You have weird folk remedies and cures and what are essentially remnants of paganism and superstition cropping up in Puritan communities in the US who fled to have their totally pure English Calvinist religion, have all of these things going on, and relatively accepted, because they’re just part of life. We are aware, even when we want to deny it, no matter how fiercely we want to deny it; we’re aware that the spiritual is there. We experience it all the time. So it’s going to come out in those unhealthy ways if we don’t come up with a healthy approach.
So Fr. Andrew just talked about the idea that these things have spiritual resonance, all the things we do in our life; I’m going to come at it from the other angle. We tend to try to pursue the spiritual as spiritual; that’s what Sir Isaac Newton’s alchemy is. We want visions, we want experiences, we go out and, because we’ve still got this bifurcation, we realize, “I have all this… I’m a materialist. I have this mindset. I need to get this spiritual back,” and so we start pursuing purely spiritual experience in this sort of purely spiritual way. And there are folks out there who just bounce around from mysticism to mysticism and from meditative practice to meditative practice, trying to chase after that experience. But since the reality is that the spiritual underlies the material, the only way to get to the spiritual is through the material. These always go together.
This is why St. Paul says, “I can have all visions, I can speak in the tongues of men and angels, I can have all gifts and prophesy. I can do all these things, and if I don’t have love, I’m nothing; I’m worthless. I’m garbage; it’s pointless.” Love is the way we approach these things. So if you want to get the spiritual back in your life, and you want to really get it, the real thing, not the counterfeit—you want to get the real deal—then the next time you see—and you won’t have to wait long—the next time you see someone who needs someone to smile at them, smile at them. The next time you see someone who needs someone to talk to them, or, more importantly, listen to them, listen to them. The next time you see someone who needs help, help them. And you’ll be amazed at how, as you start doing those things, the spiritual starts to come alive for you. You start to understand the world more.
You’re not going to go and find the spiritual on its own and add it to the material you already have, but through love you’re going to draw close to God, and your nous will begin to be cleansed.

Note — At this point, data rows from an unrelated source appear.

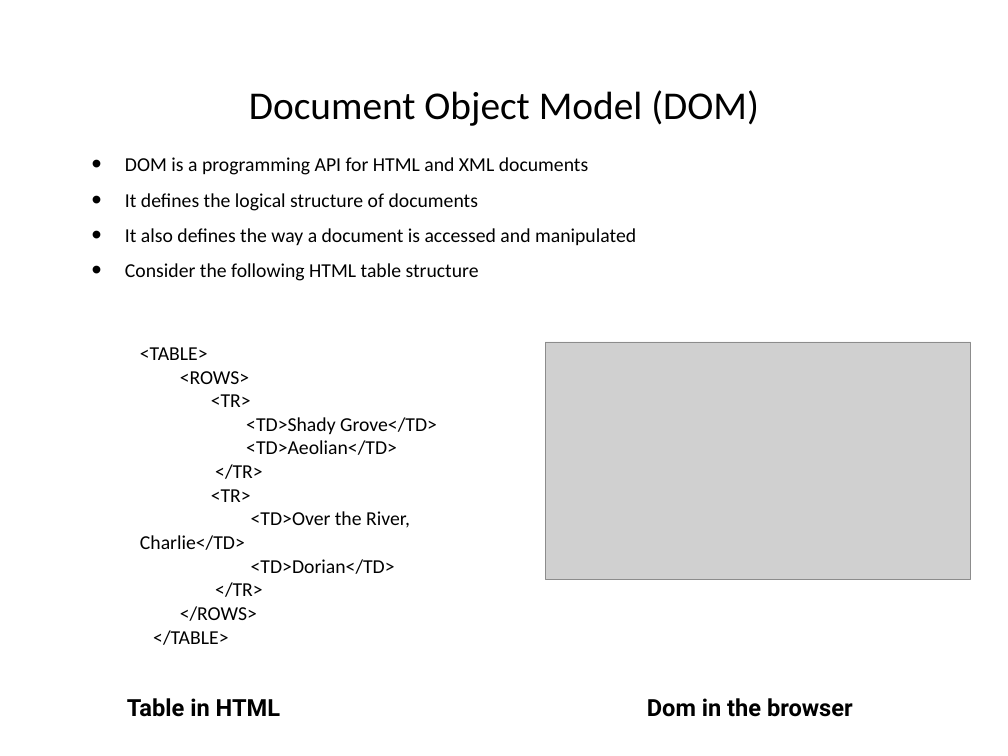
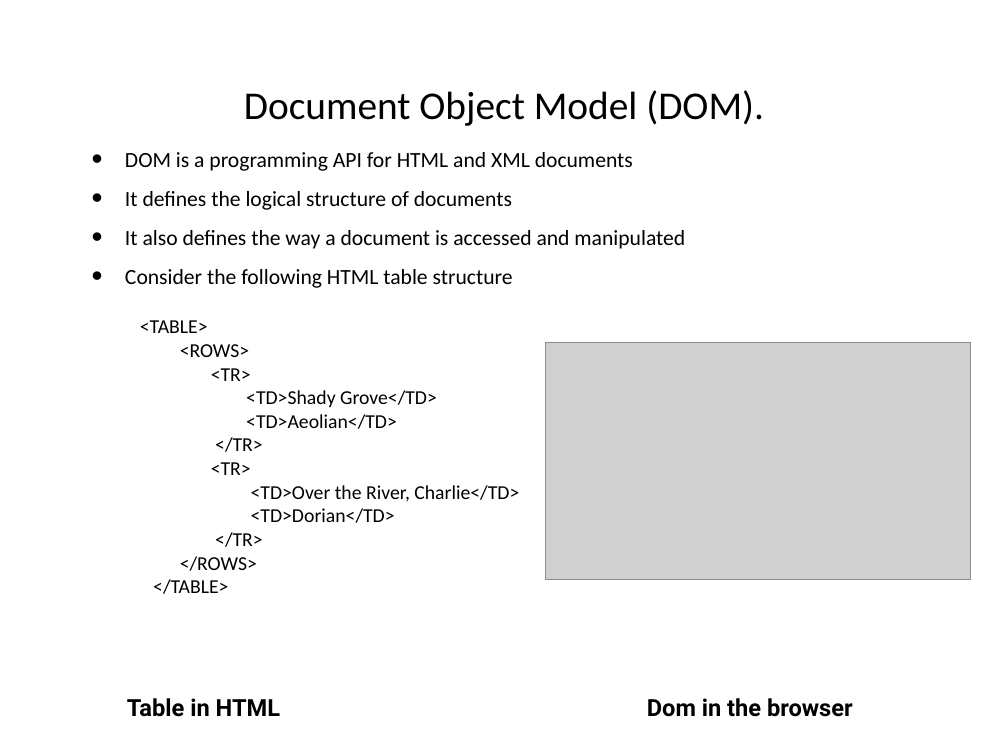
Before and after one commit to hogeschool/Development--Web, a slide deck: slide 12 of Lesson4/lesson4.pptx (slide 4 before the commit). Drawn at 1008x756 pixels with LibreOffice and Linux fonts; fonts in the diff are those of the drawing; grey boxes stand for pictures. Boxes give left, top, right and bottom in pixels: in the first picture for what was removed or moved away, otherwise in the second. Text is boxed around its words. In the diff, an @@ line names an element or a change of style, - is before the commit and + after.

```diff
--- a/Lesson4/lesson4.pptx
+++ b/Lesson4/lesson4.pptx
@@ title at box(244, 90, 764, 126): text changed @@
-Document Object Model (DOM)
+Document Object Model (DOM).
@@ text "DOM is a programming API ..." at box(125, 152, 685, 288): size 20 to 22 pt @@
@@ text "<TABLE>" rewrapped from box(140, 347, 437, 645) to box(140, 320, 519, 594) @@
```
Also in this commit, not shown: 37 other slides changed, 8 slides added.
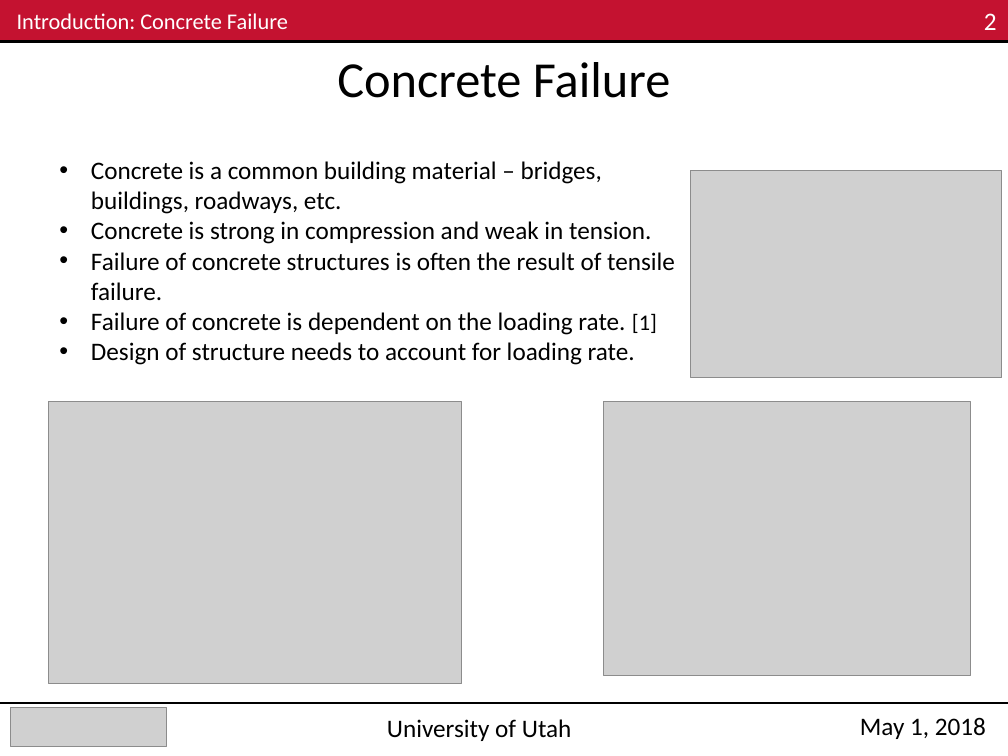
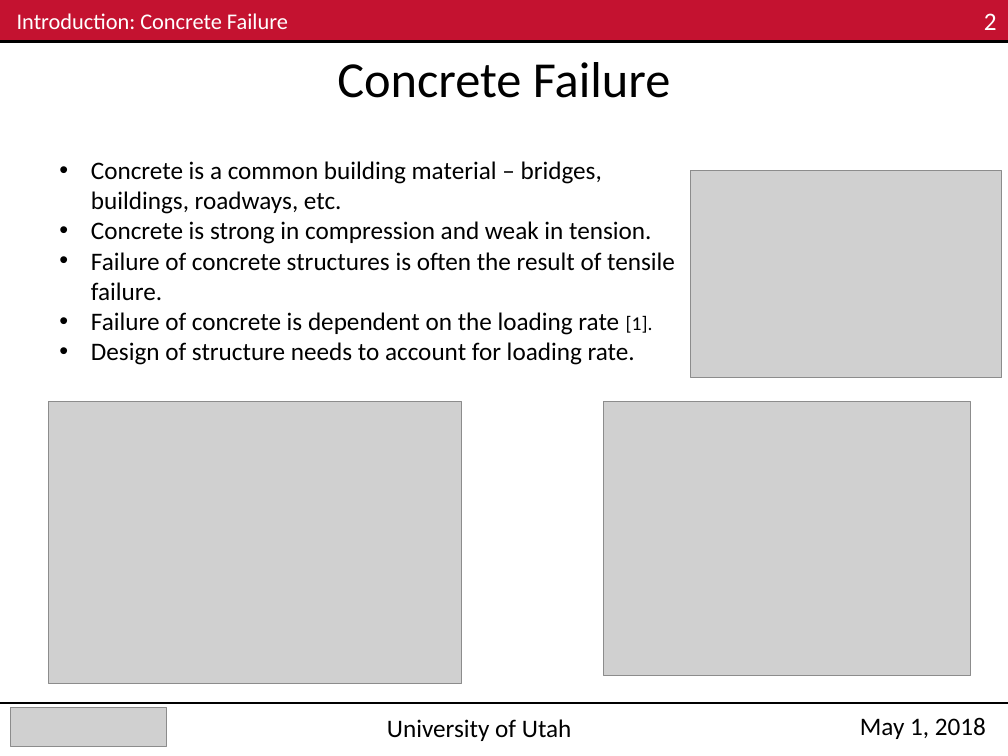
Before and after one commit to Mar-ten/PMAA_Fracture, a slide deck: slide 2 of ME EN 6960_Group4_Exp3_Nick.pptx. Drawn at 1008x756 pixels with LibreOffice and Linux fonts; fonts in the diff are those of the drawing; grey boxes stand for pictures. Boxes give left, top, right and bottom in pixels: in the first picture for what was removed or moved away, otherwise in the second. Text is boxed around its words. In the diff, an @@ line names an element or a change of style, - is before the commit and + after.

```diff
--- a/ME EN 6960_Group4_Exp3_Nick.pptx
+++ b/ME EN 6960_Group4_Exp3_Nick.pptx
@@ text at [91, 312, 653, 335]: text changed @@
-• Failure of concrete is dependent on the loading rate. [1]
+• Failure of concrete is dependent on the loading rate [1].
```
Also in this commit, not shown: 7 other slides changed.
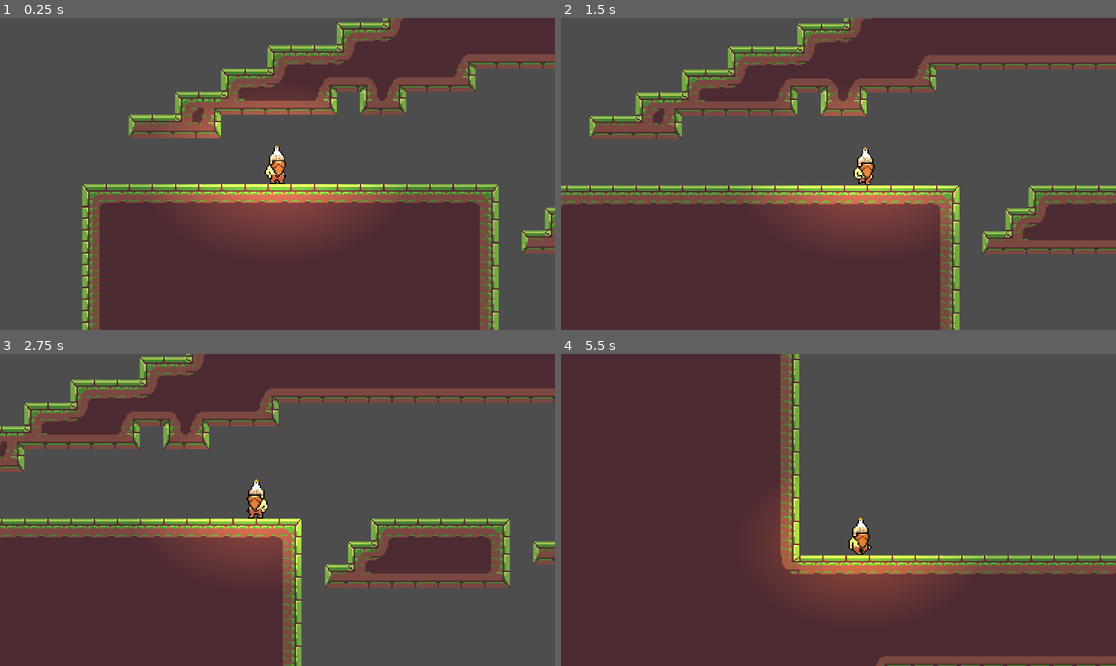
Above: before the commit, frames 1-4 (two rows, left to right).
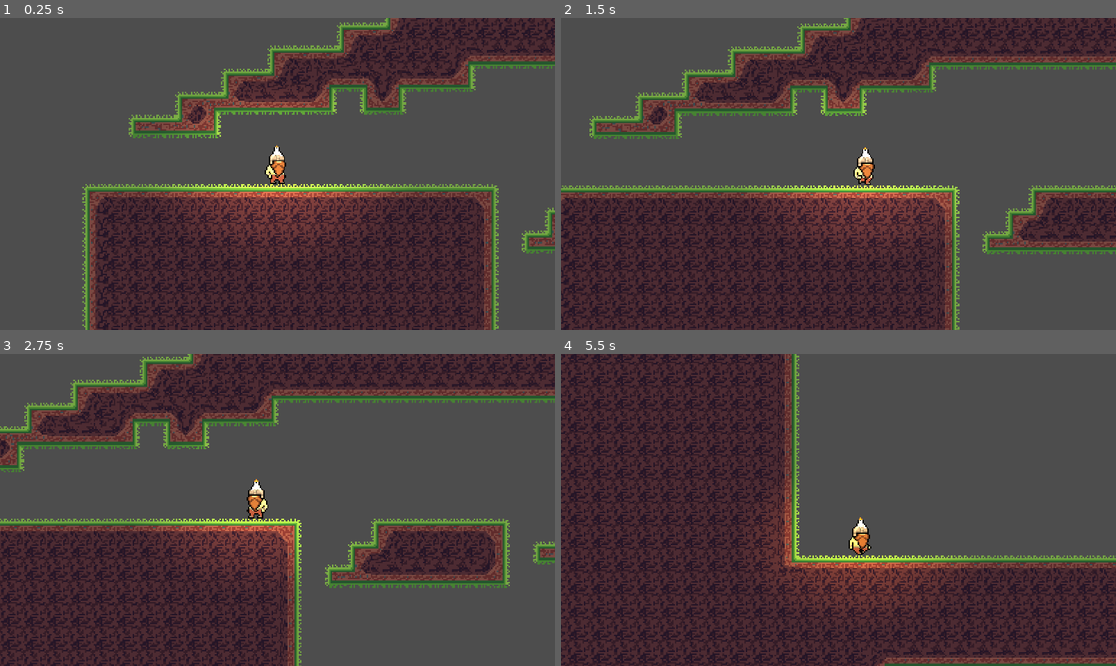
Above: after the commit, the same moments.

Repository: RonanKunkel/nmed_3310_final
Game: Godot game, scene res://LVL1.tscn
Same seed, same stepped clock (60 frames per second), same inputs: the game is played once before the commit and once after it. This scene is started directly instead of the project's main scene.
Inputs:
- Up to frame 1 (0.25 s): no input
- Up to frame 2 (1.5 s): hold Down (look_down) 0.53-1.28 s; hold Right (move_right) from 0.53 s (still down); tap Space (jump) at 0.77 s; tap Up (look_up) at 1.35 s
- Up to frame 3 (2.75 s): tap Space (jump) at 1.52 s; release Right (move_right) at 2.03 s; hold Left (move_left) from 2.03 s (still down); hold Down (look_down) from 2.03 s (still down)
- Up to frame 4 (5.5 s): release Left (move_left) at 2.78 s; release Down (look_down) at 2.78 s; hold Right (move_right) 2.78-4.28 s; tap Up (look_up) at 2.85, 4.35 s; tap Space (jump) at 3.02, 3.77, 4.52 s; hold Down (look_down) 3.53-4.28 s; hold Left (move_left) 4.28-5.03 s; hold Right (move_right) from 5.03 s (still down); hold Down (look_down) from 5.03 s (still down)

The runs differ from the first frame. In frame 1, 26% of the frame differs, in the area x 14-100%, y 0-100%; in frame 2, 28%; in frame 3, 27%; in frame 4, 28%, in the area x 0-100%, y 0-100%.

Commit message:
Texture bug

Diff:
--- a/key.gd
+++ b/key.gd
@@ -7,7 +7,6 @@
 
 func _on_body_entered(body: Node2D) -> void:
 	if body is CharacterBody2D:
-		body.has_key = true
 		$AnimationPlayer.play("collect")
 
 func _on_collect_done(anim_name):
--- a/scripts/player.gd
+++ b/scripts/player.gd
@@ -3,7 +3,7 @@
 @onready var anim = $AnimatedSprite2D
 @onready var camera = $Camera2D
 @onready var candle = $PointLight2D
-var has_key = false
+
 const SPEED = 105.0
 const JUMP_VELOCITY = -291.75
 const ACCELERATION = 450.0
Binary file changed: assets/tilesets/level_1_terrain.png

You’ll get your mind right, and you’ll start to see what it is that’s been going on around you this whole time, and you’ll start to understand. And that’s also why St. Paul tells us in Hebrews that faith, which should be translated “faithfulness,” is the substance of things hoped for. When we’re faithful, all of a sudden all of those hopes and dreams, all of these things that we’re just sort of believing by faith or intuition, suddenly have substance, suddenly become real to us.
So that’s my closing thought. There’s a very practical way to try to get back to where ancient people were, and it’s not through estotericism or even mysticism; it’s through loving your neighbor, in very real and very practical ways that every single one of us can start doing right now if we really want to.